If your lens is sharp at 400mm using live view live autofocus, they can fix that. There is a internal memory in the lens that sets the exact position for sharp focus at various distances, so they reprogram that.


----------



## Mr_Canuck (Jun 5, 2014)

Agreed. Send it in for calibration. They will test it at all lengths on standardized equipment where they can make baseline comparisons. Lots of people have had success and improvements after servicing. And if it's still not right, they should make it right. Note clearly what's working and what isn't under which conditions, and send photo examples digitally in RAW so they can see exactly what's going on. Takes some patience to send it in and wait..... !


----------



## groman (Jun 6, 2014)

Thanks all, for the advice. I will send it in, along with the camera. I really appreciate the encouragement.


----------



## Krob78 (Jun 6, 2014)

I had soft focus issues with my 100-400L also. I was hardly ever even using it anymore on my 7D or my 5D3. I was really not happy with the reach on my 70-200 f/2.8 II, although the sharpness and IQ was amazing, especially compared to my 100-400L. 

Shortly after becoming a CPS member, I decided to send my lens in for a check up, calibration, etc., as I finally decided to just sell it. I got it back at the end of the week and decided to put it on my 5d3 and see if it acted any differently. Well, it was focusing worse! So I redid the MFA on it and low and behold, I had to recalibrate it to "0"!! 

Since that day, it's been hard to tell if my 100-400L is sharper or my 70-200 f/2.8 II is sharper! Now my 100-400L is on there most of the time, unless I'm shooting Real Estate. My 70-200L rarely comes out to play anymore! Funny isn't it? I wouldn't hesitate to send it in! They also discovered some other issues with my lens and I received a nice discount on the repair, enough to cover my expense of becoming a CPS member! 

So I join the chorus of other voices, Send it in! 

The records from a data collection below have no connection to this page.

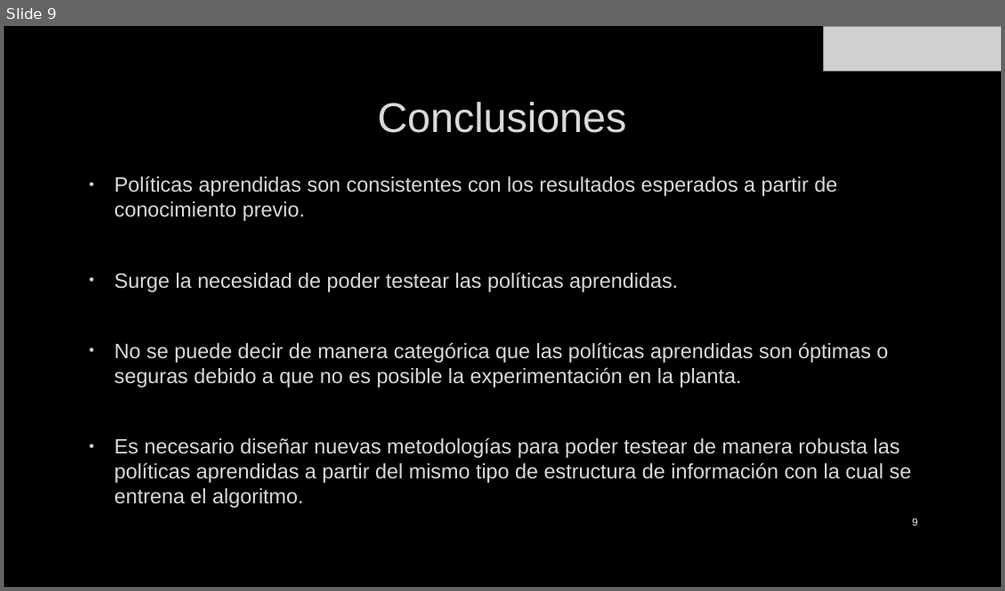
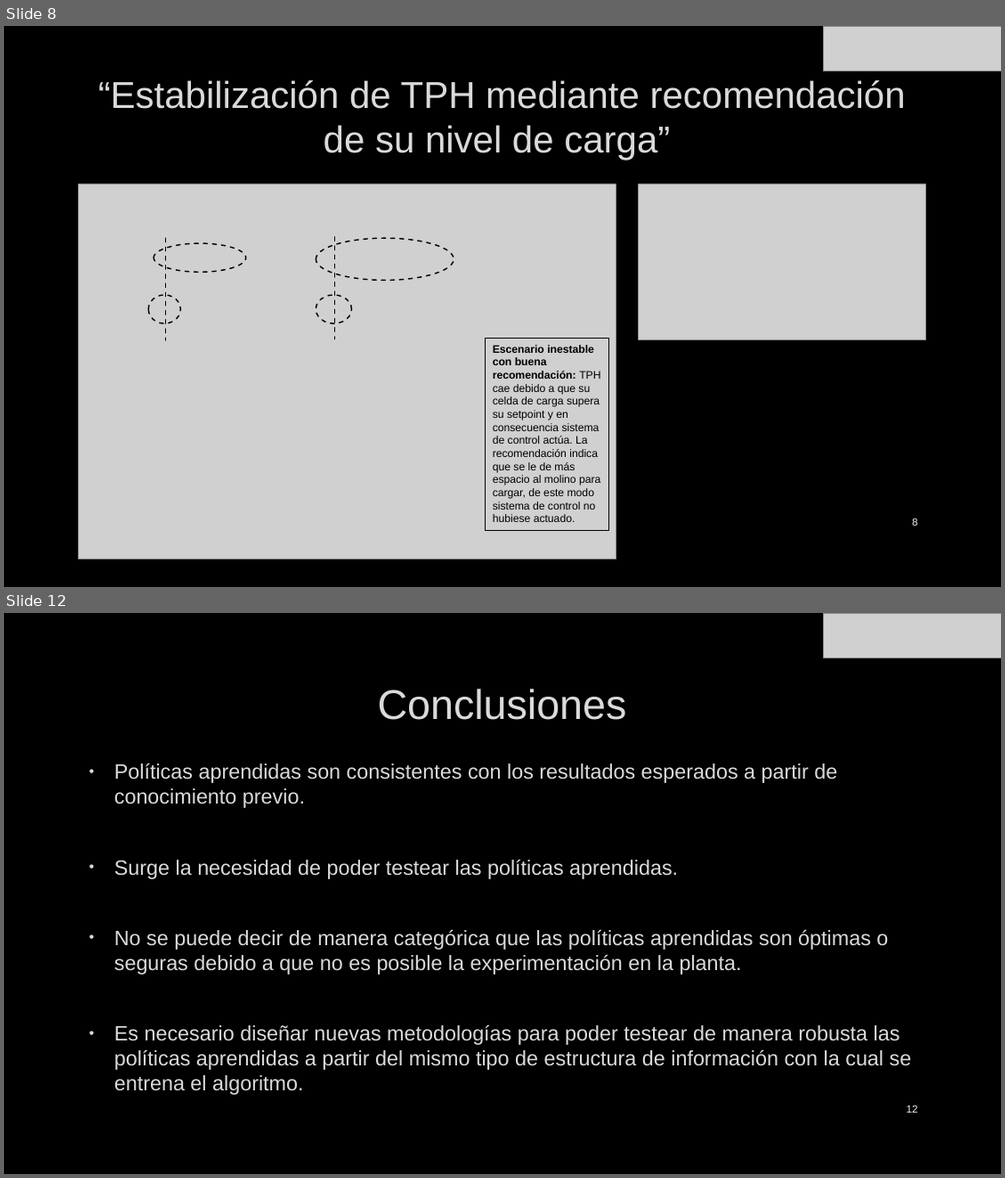
Before and after one commit to JLCdata/Reinforcement-Learning, a slide deck: Proyecto final - Offline Reinforcement Learning/Presentación final.pptx. Shown one above the other, each under a label of ours: slide 9 before the commit, slides 8 and 12 after it; the slides between them are not shown. The pictures are 1005x591 and 1005x1178 pixels, drawn with LibreOffice and Linux fonts; fonts in the diff are those of the drawing; grey boxes stand for pictures; background and template pictures are left out. Boxes give left, top, right and bottom in pixels: in the first picture for what was removed or moved away, otherwise in the second. Text is boxed around its words. In the diff, an @@ line names an element or a change of style, - is before the commit and + after.

```diff
--- a/Proyecto final - Offline Reinforcement Learning/Presentación final.pptx
+++ b/Proyecto final - Offline Reinforcement Learning/Presentación final.pptx
@@ slide 8 added at (4, 26, 1001, 587), background picture (left out) @@
@@ picture added at (824, 26, 1001, 70) @@
@@ title added at (98, 80, 906, 160), 36 pt, text #DADADA @@
+“Estabilización de TPH mediante recomendación de su nivel de carga”
@@ picture added at (79, 184, 615, 558) @@
@@ picture added at (639, 184, 926, 340) @@
@@ line added from (165, 239) to (165, 340), #000000 1.25 pt dashed @@
@@ ellipse added at (316, 239, 453, 281), outline #000000 1.25 pt dashed @@
@@ line added from (334, 237) to (334, 339), #000000 1.25 pt dashed @@
@@ ellipse added at (154, 244, 245, 272), outline #000000 1.25 pt dashed @@
@@ ellipse added at (148, 295, 180, 323), outline #000000 1.25 pt dashed @@
@@ ellipse added at (316, 295, 352, 323), outline #000000 1.25 pt dashed @@
@@ rectangle added at (485, 338, 609, 531), outline #000000 0.75 pt, 10.5 pt, text #000000 @@
+Escenario inestable con buena recomendación: TPH cae debido a que su celda de carga supera su setpoint y en consecuencia sistema de control actúa. La recomendación indica que se le de más espacio al molino para cargar, de este modo sistema de control no hubiese actuado.
@@ page number added at (912, 518, 917, 525), 10 pt, text #F2F2F2 @@
+8
@@ what was slide 9 is now slide 12 @@
@@ page number at (906, 1105, 918, 1112): text changed @@
-9
+12
```
Also in this commit, not shown: 7 slides changed, 2 other slides added, 8 other files.

All the best! Let us know how it turns out for you!


----------



## groman (Jun 6, 2014)

Thanks, Ken- you all have made me feel a lot better about the possibilities for this lens. I have been very happy with the close shots, but the distance shots just aren't cutting it. I wonder if I need to send the camera in too? I'd rather not... My friends lens shoots just fine on my camera- should have done the old switcheroo!


----------



## mackguyver (Jun 6, 2014)

groman, just to take the variable out of play, I assume you used LiveView manual focus when you did the tests (and not AF), right?


----------



## groman (Jun 8, 2014)

Thanks, Mackguyver, for the question. I have tried live view manual focus, and still get really soft images at 400 at distant subjects. I have printed out all my repair forms, and ready to send in to Canon repair. Very excited to hopefully get back a sharp lens. I live in some awesome wildlife country, and it is important to get some of those long distance shots!


----------



## mackguyver (Jun 11, 2014)

groman said:


> Thanks, Mackguyver, for the question. I have tried live view manual focus, and still get really soft images at 400 at distant subjects. I have printed out all my repair forms, and ready to send in to Canon repair. Very excited to hopefully get back a sharp lens. I live in some awesome wildlife country, and it is important to get some of those long distance shots!

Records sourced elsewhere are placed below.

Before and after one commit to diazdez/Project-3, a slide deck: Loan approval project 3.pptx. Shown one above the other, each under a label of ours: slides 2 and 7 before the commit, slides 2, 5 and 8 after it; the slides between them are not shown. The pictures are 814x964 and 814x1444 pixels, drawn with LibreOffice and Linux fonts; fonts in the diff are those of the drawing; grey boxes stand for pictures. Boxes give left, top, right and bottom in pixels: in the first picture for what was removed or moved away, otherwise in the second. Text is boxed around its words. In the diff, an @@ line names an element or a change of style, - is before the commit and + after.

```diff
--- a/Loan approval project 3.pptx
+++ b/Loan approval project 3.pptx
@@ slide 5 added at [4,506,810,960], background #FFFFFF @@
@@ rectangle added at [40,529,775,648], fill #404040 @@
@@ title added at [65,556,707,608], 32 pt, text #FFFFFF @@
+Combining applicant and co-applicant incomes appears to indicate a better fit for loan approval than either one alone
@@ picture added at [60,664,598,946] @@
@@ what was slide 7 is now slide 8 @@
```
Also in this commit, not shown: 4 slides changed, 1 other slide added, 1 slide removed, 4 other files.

I'm sorry to hear that it's not working, but if it comes back as well calibrated as the 135 f/2 I sent to Canon, you should be very happy! Let us know how it works out.


----------



## Mt Spokane Photography (Jun 11, 2014)

groman said:


> Thanks, Mackguyver, for the question. I have tried live view manual focus, and still get really soft images at 400 at distant subjects. I have printed out all my repair forms, and ready to send in to Canon repair. Very excited to hopefully get back a sharp lens. I live in some awesome wildlife country, and it is important to get some of those long distance shots!


Canon will adjust the lens to work with a properly calibrated body. If you think your body needs calibration, send it in as well. You will have to pay to have each one adjusted, its a bit of work and expensive equipment to do it right.


----------



## groman (Jun 22, 2014)

I got my lens back from Canon, and they said that the lens performed according to specs. Best focus and lens centering adjustments were made on the af assembly. I am not noticing any difference, so I do believe I need to send the camera in along with the lens. Should have done that to start with, but I was hoping it was just the lens.

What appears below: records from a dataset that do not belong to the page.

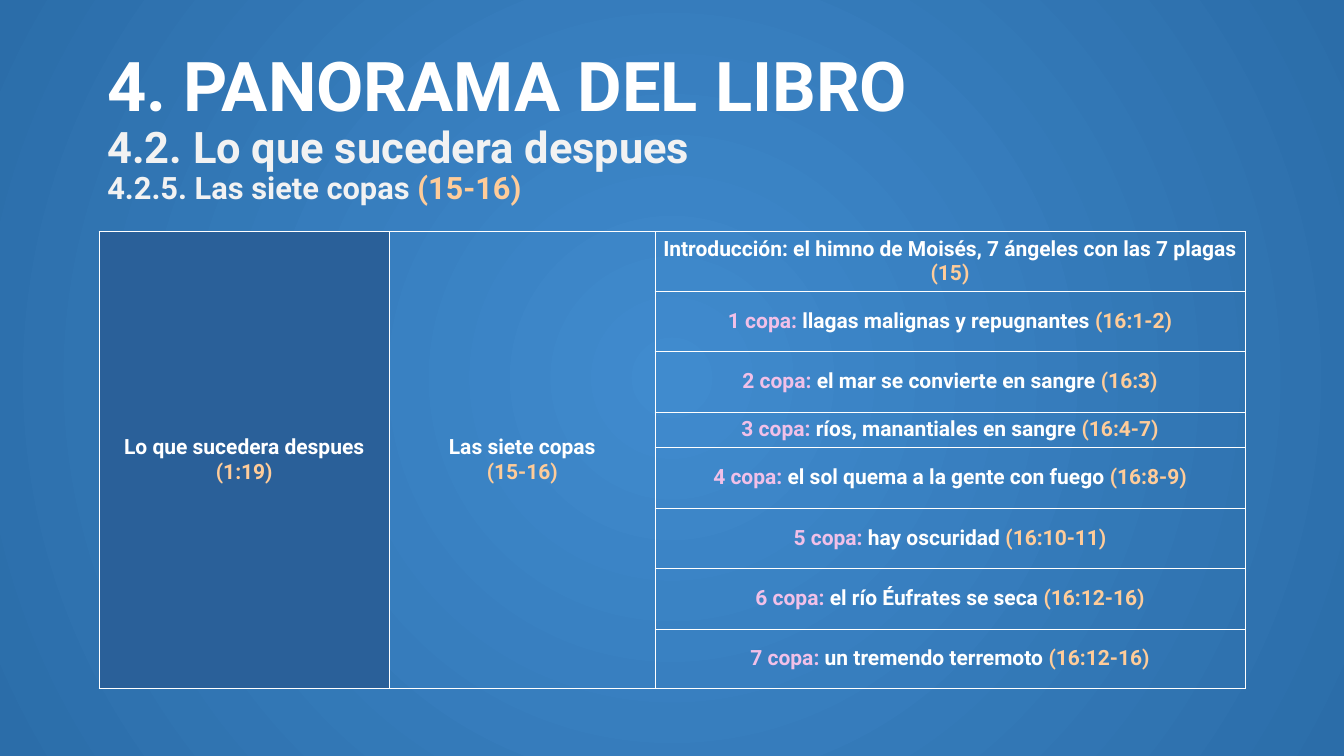
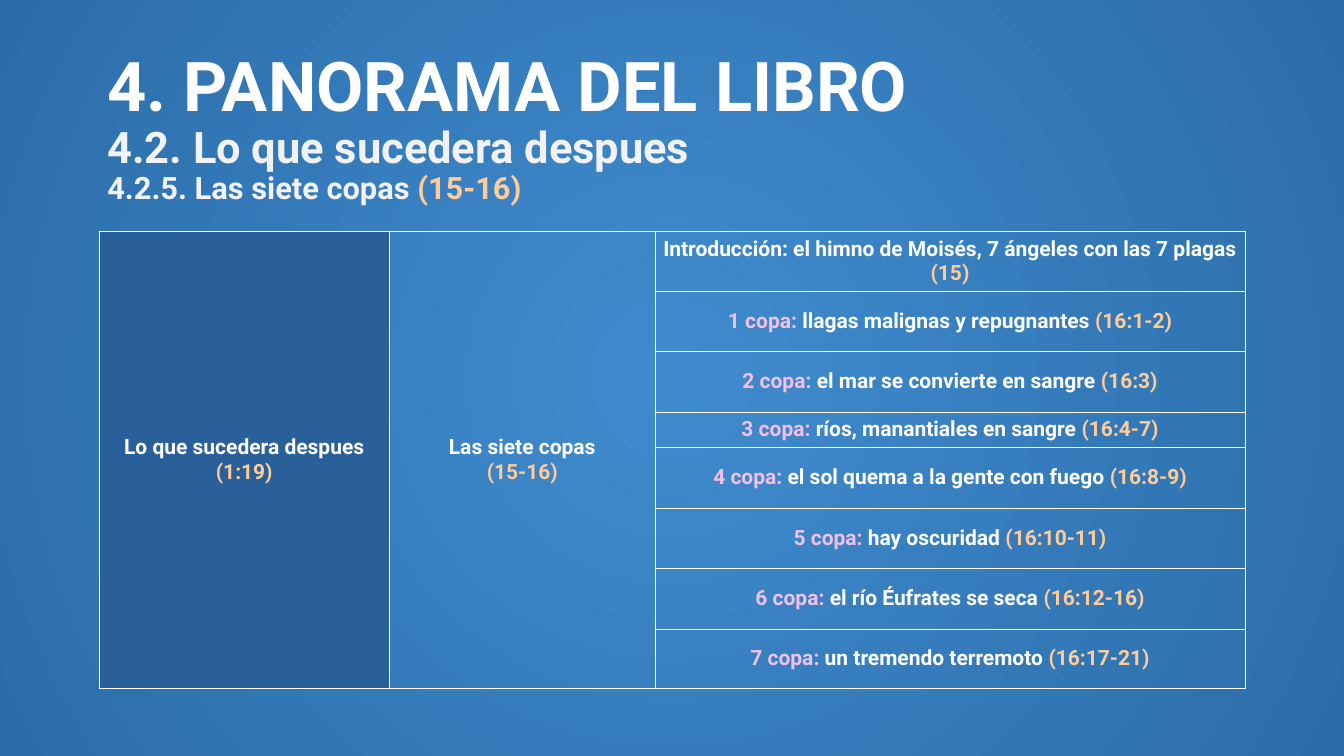
Before and after one commit to CreyTuning/documents, a slide deck: slide 24 of slideshow/Apocalipsis/1. Introduccion.pptm. Drawn at 1344x756 pixels with LibreOffice and Linux fonts; fonts in the diff are those of the drawing. Boxes give left, top, right and bottom in pixels: in the first picture for what was removed or moved away, otherwise in the second. Text is boxed around its words. In the diff, an @@ line names an element or a change of style, - is before the commit and + after.

```diff
--- a/slideshow/Apocalipsis/1. Introduccion.pptm
+++ b/slideshow/Apocalipsis/1. Introduccion.pptm
@@ table at <box>99,232,1244,691</box> @@
-row 8, column 3: 7 copa: un tremendo terremoto (16:12-16)
+row 8, column 3: 7 copa: un tremendo terremoto (16:17-21)
```
Also in this commit, not shown: 3 other slides changed, 2 other files.

I have tried a spyder lenscal with it, and it really seems fine according to that. Took some pictures of deer at about 500 yards (at 400mm), and still think it should be sharper. I am not above blaming myself for some of the issues, as there is so much to take into consideration when shooting animals- mainly, they move. I have a lot to learn, but I just can't get over the fact that I have recently seen two other 100-400s on 7Ds and they seem much sharper.

Anyway, I will send in the camera and hope for the best.


----------



## neuroanatomist (Jun 22, 2014)

groman said:


> Took some pictures of deer at about *500 yards* (at 400mm), and still think it should be sharper.



Assuming your distance estimate is accurate, you're expecting a sharp image from a 100-400L with subjects that are *one-quarter mile away*?? 

Canon is right, your lens is fine. I expect they'll tell you that your camera is fine, too. Sorry, and please don't take this the wrong way...but I think it's your expectations that need adjustment. 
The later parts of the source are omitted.